# Painting nightmares



## sjm9911 (Dec 20, 2012)

Ok so for anyone following my pre war new life thread( o scale) , you'll know iI'm having painting problems. I've painted a few things in the past. It worked out fine. I now find I can't paint anything anymore. The old rattle cans in my basement worked fine for the few things I did. I understand that one paints Arnt compatible. But how do you tell before its too late? I've recently purchased a safe for plastic primer, and the same brand paint. When top coating it became a mess. Also I've painted with the same brand, same type of paint for a top coat/ clear coat. Same results, cracking, etc. I'm making a mess and accruing a ton of spray paint that I'm afraid to use. It doesn't have to be perfect but the time I waste trying to get it to look Ok is killing me. Anyone have any recommendations for rattle cans, for plastic, tin, etc. Or should I just kick the cow now and buy a spray gun.


----------



## Big Ed (Jun 16, 2009)

what do you mean you purchased a safe for primer?
Where are you doing the painting?

I am waiting for warmer weather to do my painting.


----------



## sjm9911 (Dec 20, 2012)

Safe to use on plastic paints. Not a special box for priming. I've got a portable heater and some work lights set up for heat. Makeshift cardboard boxes for a paint box.


----------



## Big Ed (Jun 16, 2009)

Also,do you heat your paint before spraying?


----------



## sjm9911 (Dec 20, 2012)

To add insult to injury, my 2 yo daughter covered her torso with washable markers witch seem to look better and are more permanent then my recent paint jobs. I really can't win! (you can still see the marker even after a bath).


----------



## sjm9911 (Dec 20, 2012)

Yes, I heat the paint. And i heat the metal ( haven't heated the plastic). I've dried it in the oven on low and high temperatures. I've dried it at room temperature. I tryed light coats and heavy. I sanded in between and let it ride. I've let the paint dry according to the directions, and then some. I've got multiple projects in various states of painting and stripping. Some peices come out fine. It could be, as I want to do a better job, I buy more expensive paint thats more specific to the materials being painted. I don't know!


----------



## Big Ed (Jun 16, 2009)

sjm9911 said:


> To add insult to injury, my 2 yo daughter covered her torso with washable markers witch seem to look better and are more permanent then my recent paint jobs. I really can't win! (you can still see the marker even after a bath).

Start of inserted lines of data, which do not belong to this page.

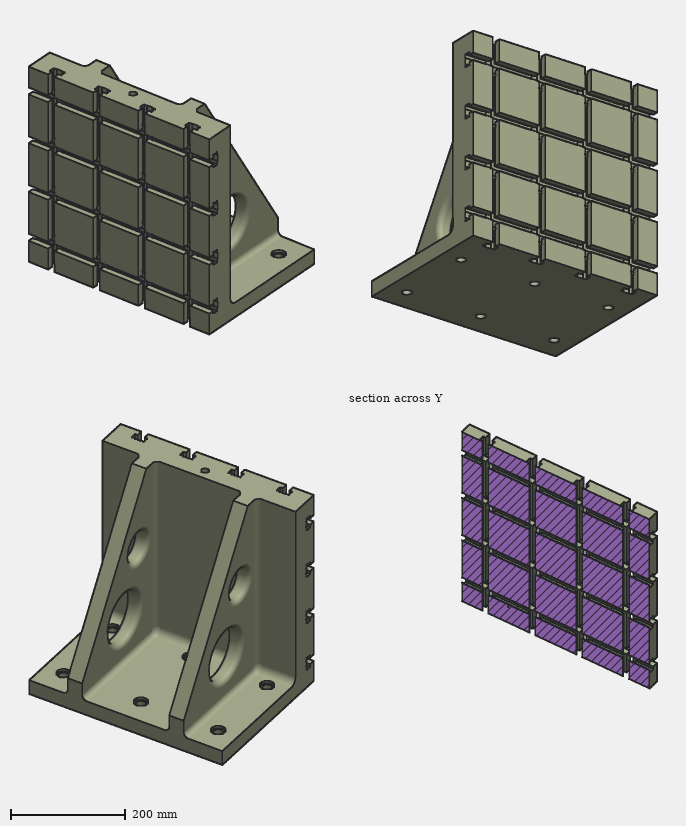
import cadquery as cq
import math

width = 400.0
depth = 300.0
height = 400.0

wall_thickness = 60.0
foot_thickness = 30.0
rib_thickness = 30.0
rib_top_length = 30.0
rib_end_height = 65.0
rib_offset = 80.0
rib_starts = (rib_offset, width - rib_offset - rib_thickness)
rib_fillet = 10.0
wall_foot_fillet = foot_thickness / 2

window_rounding = 10.0
lower_window_diameter = 100.0
lower_window_y = 160.0
lower_window_z = 120.0
upper_window_diameter = 60.0
upper_window_y = wall_thickness + wall_foot_fillet + upper_window_diameter / 2 + window_rounding
upper_window_z = 245.0
windows = (
    (lower_window_diameter, lower_window_y, lower_window_z),
    (upper_window_diameter, upper_window_y, upper_window_z),
)

slot_count = 4
slot_pitch = width / slot_count
slot_places = [slot_pitch * (i + 0.5) for i in range(slot_count)]
slot_neck_width = 14.0
slot_head_width = slot_pitch / 4
slot_neck_depth = 12.0
slot_relief_width = 12.0
slot_relief_depth = 24.0
slot_relief_step = 1.0
slot_head_depth = slot_relief_depth - slot_relief_step

bolt_spacing = 160.0
first_bolt_y = 90.0
bolt_diameter = 18.0
counterbore_diameter = 26.0
counterbore_depth = 5.0

lifting_hole_diameter = 14.0
lifting_hole_y = 40.0
lifting_hole_depth = 30.0
drill_tip_angle = 118.0

tolerance = 0.05


def box(x, y, z, size_x, size_y, size_z):
    """Box with its lowest corner at (x, y, z)."""
    return cq.Workplane("XY").box(size_x, size_y, size_z, centered=False).translate((x, y, z))


def make_angle_plate():
    """Wall and foot joined in an L."""
    wall = box(0, 0, 0, width, wall_thickness, height)
    foot = box(0, 0, 0, width, depth, foot_thickness)
    return wall.union(foot)


def make_rib(start_x):
    """Sloped rib that fills the corner between the foot and the wall."""
    outline = [
        (0, 0),
        (depth, 0),
        (depth, rib_end_height),
        (wall_thickness + rib_top_length, height),
        (0, height),
    ]
    rib = cq.Workplane("YZ").polyline(outline).close().extrude(rib_thickness)
    return rib.translate((start_x, 0, 0))


def cut_slot_band(solid, place, band_width, bottom, top=0.0):
    """Cut one layer of a T-slot, between two depths, along both Z and X."""
    start = place - band_width / 2
    upright = box(start, top, 0, band_width, bottom - top, height)
    level = box(0, top, start, width, bottom - top, band_width)
    return solid.cut(upright).cut(level)


body = make_angle_plate()
for start_x in rib_starts:
    body = body.union(make_rib(start_x))

inner_corner = cq.selectors.BoxSelector(
    (-tolerance, wall_thickness - tolerance, foot_thickness - tolerance),
    (width + tolerance, wall_thickness + tolerance, foot_thickness + tolerance),
    boundingbox=True,
)
body = body.edges(inner_corner).fillet(wall_foot_fillet)

for start_x in rib_starts:
    for side_x in (start_x, start_x + rib_thickness):
        wall_joint = cq.selectors.BoxSelector(
            (side_x - tolerance, wall_thickness - tolerance, foot_thickness),
            (side_x + tolerance, wall_thickness + tolerance, height + tolerance),
            boundingbox=True,
        )
        body = body.edges(wall_joint).fillet(rib_fillet)

for diameter, window_y, window_z in windows:
    drill = (
        cq.Workplane("YZ")
        .center(window_y, window_z)
        .circle(diameter / 2)
        .extrude(width)
    )
    body = body.cut(drill)
    reach = diameter / 2 + tolerance
    rims = cq.selectors.BoxSelector(
        (0, window_y - reach, window_z - reach),
        (width, window_y + reach, window_z + reach),
        boundingbox=True,
    )
    body = body.edges(rims).edges("%CIRCLE").fillet(window_rounding)

for place in slot_places:
    body = cut_slot_band(body, place, slot_neck_width, slot_neck_depth)
    body = cut_slot_band(body, place, slot_head_width, slot_head_depth, slot_neck_depth)
    body = cut_slot_band(body, place, slot_relief_width, slot_relief_depth, slot_head_depth)

bolt_places = [
    (width / 2 + column * bolt_spacing, first_bolt_y + row * bolt_spacing)
    for column in (-1, 0, 1)
    for row in (0, 1)
]
body = (
    body.copyWorkplane(cq.Workplane("XY", origin=(0, 0, foot_thickness)))
    .pushPoints(bolt_places)
    .cboreHole(bolt_diameter, counterbore_diameter, counterbore_depth)
)

tip_depth = lifting_hole_diameter / 2 / math.tan(math.radians(drill_tip_angle / 2))
lifting_drill = (
    cq.Workplane("XZ")
    .moveTo(0, height)
    .lineTo(lifting_hole_diameter / 2, height)
    .lineTo(lifting_hole_diameter / 2, height - lifting_hole_depth)
    .lineTo(0, height - lifting_hole_depth - tip_depth)
    .close()
    .revolve(360, (0, 0, 0), (0, 1, 0))
    .translate((width / 2, lifting_hole_y, 0))
)
result = body.cut(lifting_drill)

:laugh: you should have took a picture that would be good for laughs when she gets older. :laugh:

Take your rattle cans and put them in a pot of hot tap water, not boiling hot but hot.
Let them heat up for 5 mins or so.
I run mine under fairly hot water for a while as I am shaking the crap out of them. 

Do you heat them like that?

I do that even in the summer but more so in the winter.


----------



## sjm9911 (Dec 20, 2012)

Exactly what I do. I also heat the metal in the oven for 15 minutes on 150 degrees. Rough up the surface in nessasery. I don't have a clue what I'm doing wrong!


----------



## I Am Fasha (Apr 2, 2013)

I"ve never painted and thing with spray cans that I heated. Or heated anything that I have ever painted with spray cans. Is this heating paint/item to be painted, a common thing to this hobby?


----------



## sjm9911 (Dec 20, 2012)

The guy who told me that trick used to restore and fix gumball machines. It had something to do with the paint drying to fast. The warm paint on the warm metal made for smoother finish. But with advancements in paint is it making the finish worse? That's why I want to know what others use and do. This technique worked great with older spray paint but now I bought some newer stuff and can't seem to get anything right! My current attempt is with no heat, heater etc, just spray it.


----------



## I Am Fasha (Apr 2, 2013)

I have always painted my models with an airbrush. But when I started, I used testors spray can primer. I have since given that up and and use the airbrush to spray a flat white primer prior to painting.


----------



## sjm9911 (Dec 20, 2012)

I'm not using hobby paint. Just hd/lowes/ auto store paint. I liked the auto store paint but it drys real slow.


----------



## sjm9911 (Dec 20, 2012)

So this is where I'm at today. 3 quick top coats over 2 coats of primer. I'm afraid to clear coat after 3 days or for that matter put a Finnish coat on. The pictures don't show it but you can see the primer on some parts of the red shell I also forgot to use the body filler as this is the 4th repaint and strip . The red shell is a rehab of a beat up prewar Lionel. The yellow will be a searchlight car in my repaint firefighter train. Any advice, skip the finish coats and leave well enough alone? More time then recommend to cure before a finish coat? Throw ideas at me please!


----------



## I Am Fasha (Apr 2, 2013)

I would give it a week to dry. Dont rush it. After the week, give it one more coat to cover the primer that is showing, let it sit another week and then clear coat.


----------



## Big Ed (Jun 16, 2009)

I always warm the rattle can up while shaking the crap out of it. It helps mix it up real good. But not too hot.
I never cooked the part I was going to paint in the oven before or after.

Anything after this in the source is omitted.